◆ **YOUR ASSIGNMENT**: Reproduce each record below in full, word for word, without images.

◆ **AVAILABLE DATA**:
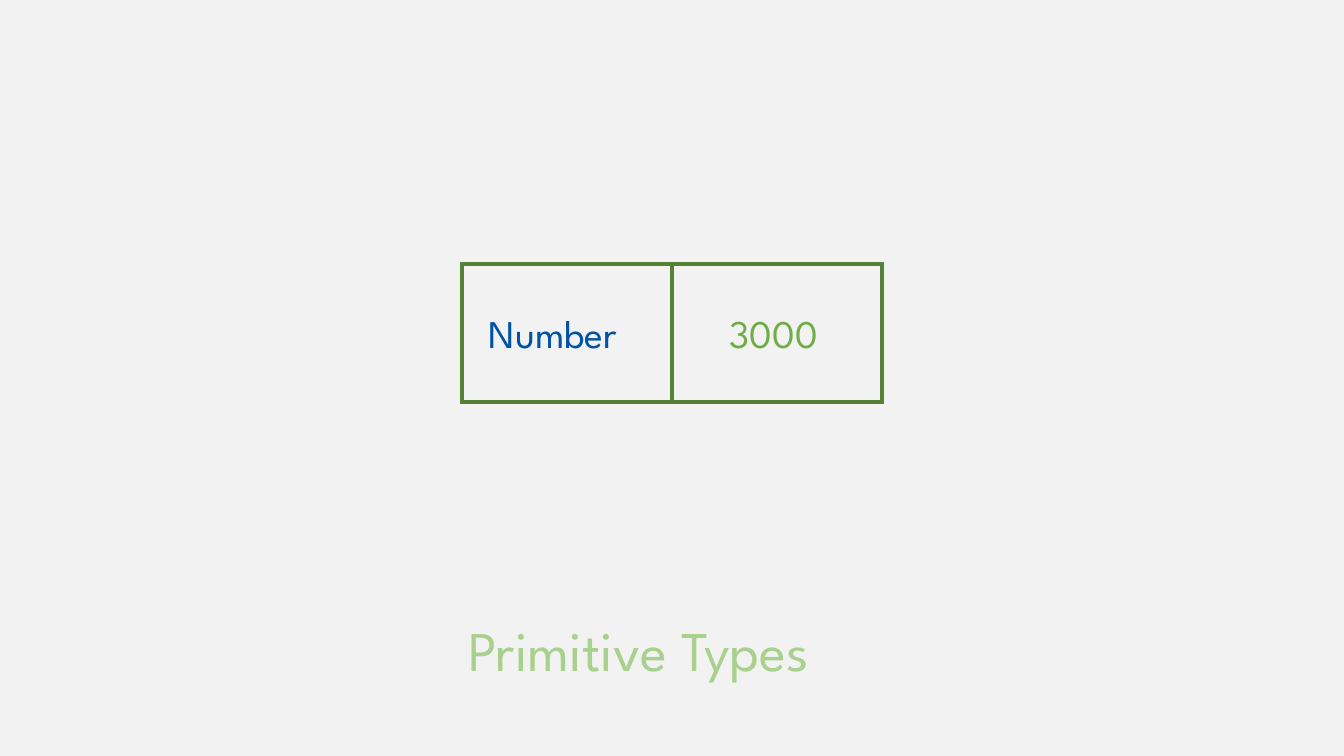
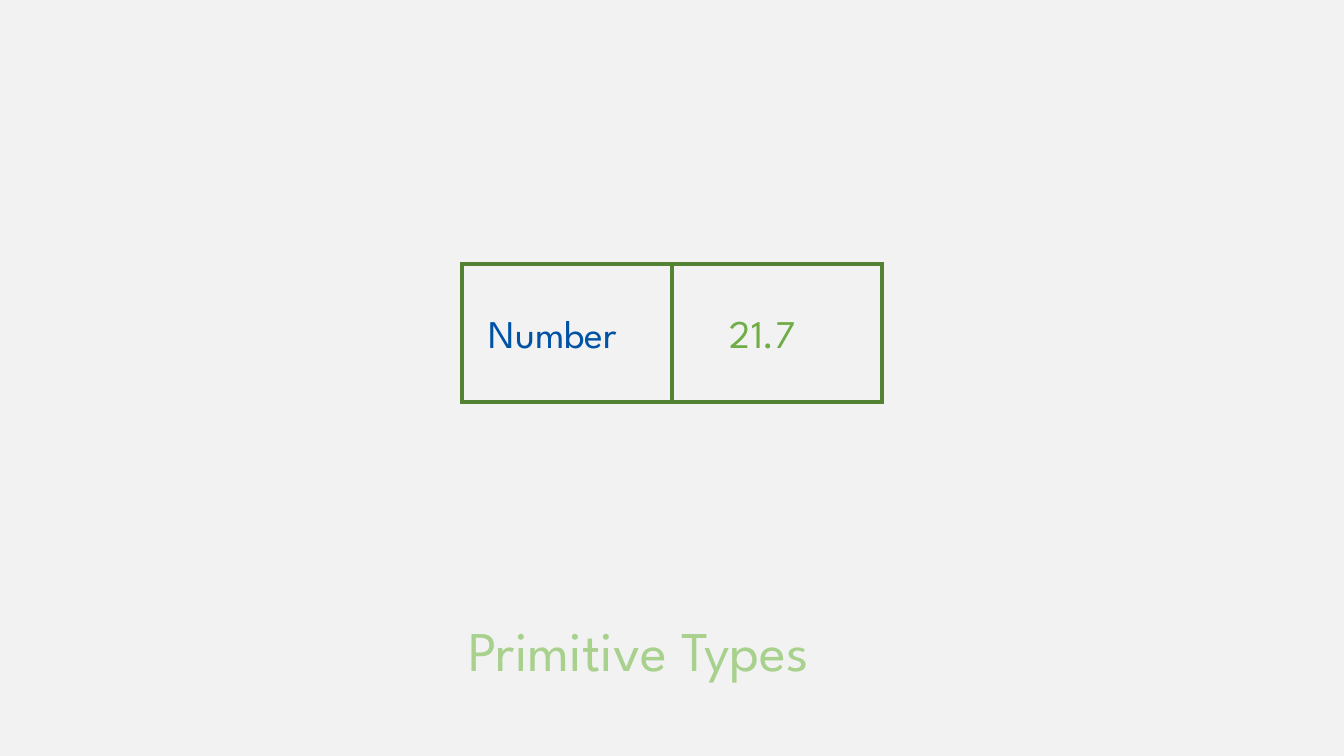
Before and after one commit to w3c/wot-cg, a slide deck: slide 33 of Tutorials/whatiswot/3-JSON/3.JSON.pptx. Drawn at 1344x756 pixels with LibreOffice and Linux fonts; fonts in the diff are those of the drawing. Boxes give left, top, right and bottom in pixels: in the first picture for what was removed or moved away, otherwise in the second. Text is boxed around its words. In the diff, an @@ line names an element or a change of style, - is before the commit and + after.

```diff
--- a/Tutorials/whatiswot/3-JSON/3.JSON.pptx
+++ b/Tutorials/whatiswot/3-JSON/3.JSON.pptx
@@ text at (730, 321, 795, 349): text changed @@
-3000
+21.7
```
Also in this commit, not shown: 4 other slides changed, 2 slides added, 3 other files.

◆ **WRITTEN ANSWER**:
Before and after one commit to w3c/wot-cg, a slide deck: slide 33 of Tutorials/whatiswot/3-JSON/3.JSON.pptx. Drawn at 1344x756 pixels with LibreOffice and Linux fonts; fonts in the diff are those of the drawing. Boxes give left, top, right and bottom in pixels: in the first picture for what was removed or moved away, otherwise in the second. Text is boxed around its words. In the diff, an @@ line names an element or a change of style, - is before the commit and + after.

```diff
--- a/Tutorials/whatiswot/3-JSON/3.JSON.pptx
+++ b/Tutorials/whatiswot/3-JSON/3.JSON.pptx
@@ text at (730, 321, 795, 349): text changed @@
-3000
+21.7
```
Also in this commit, not shown: 4 other slides changed, 2 slides added, 3 other files.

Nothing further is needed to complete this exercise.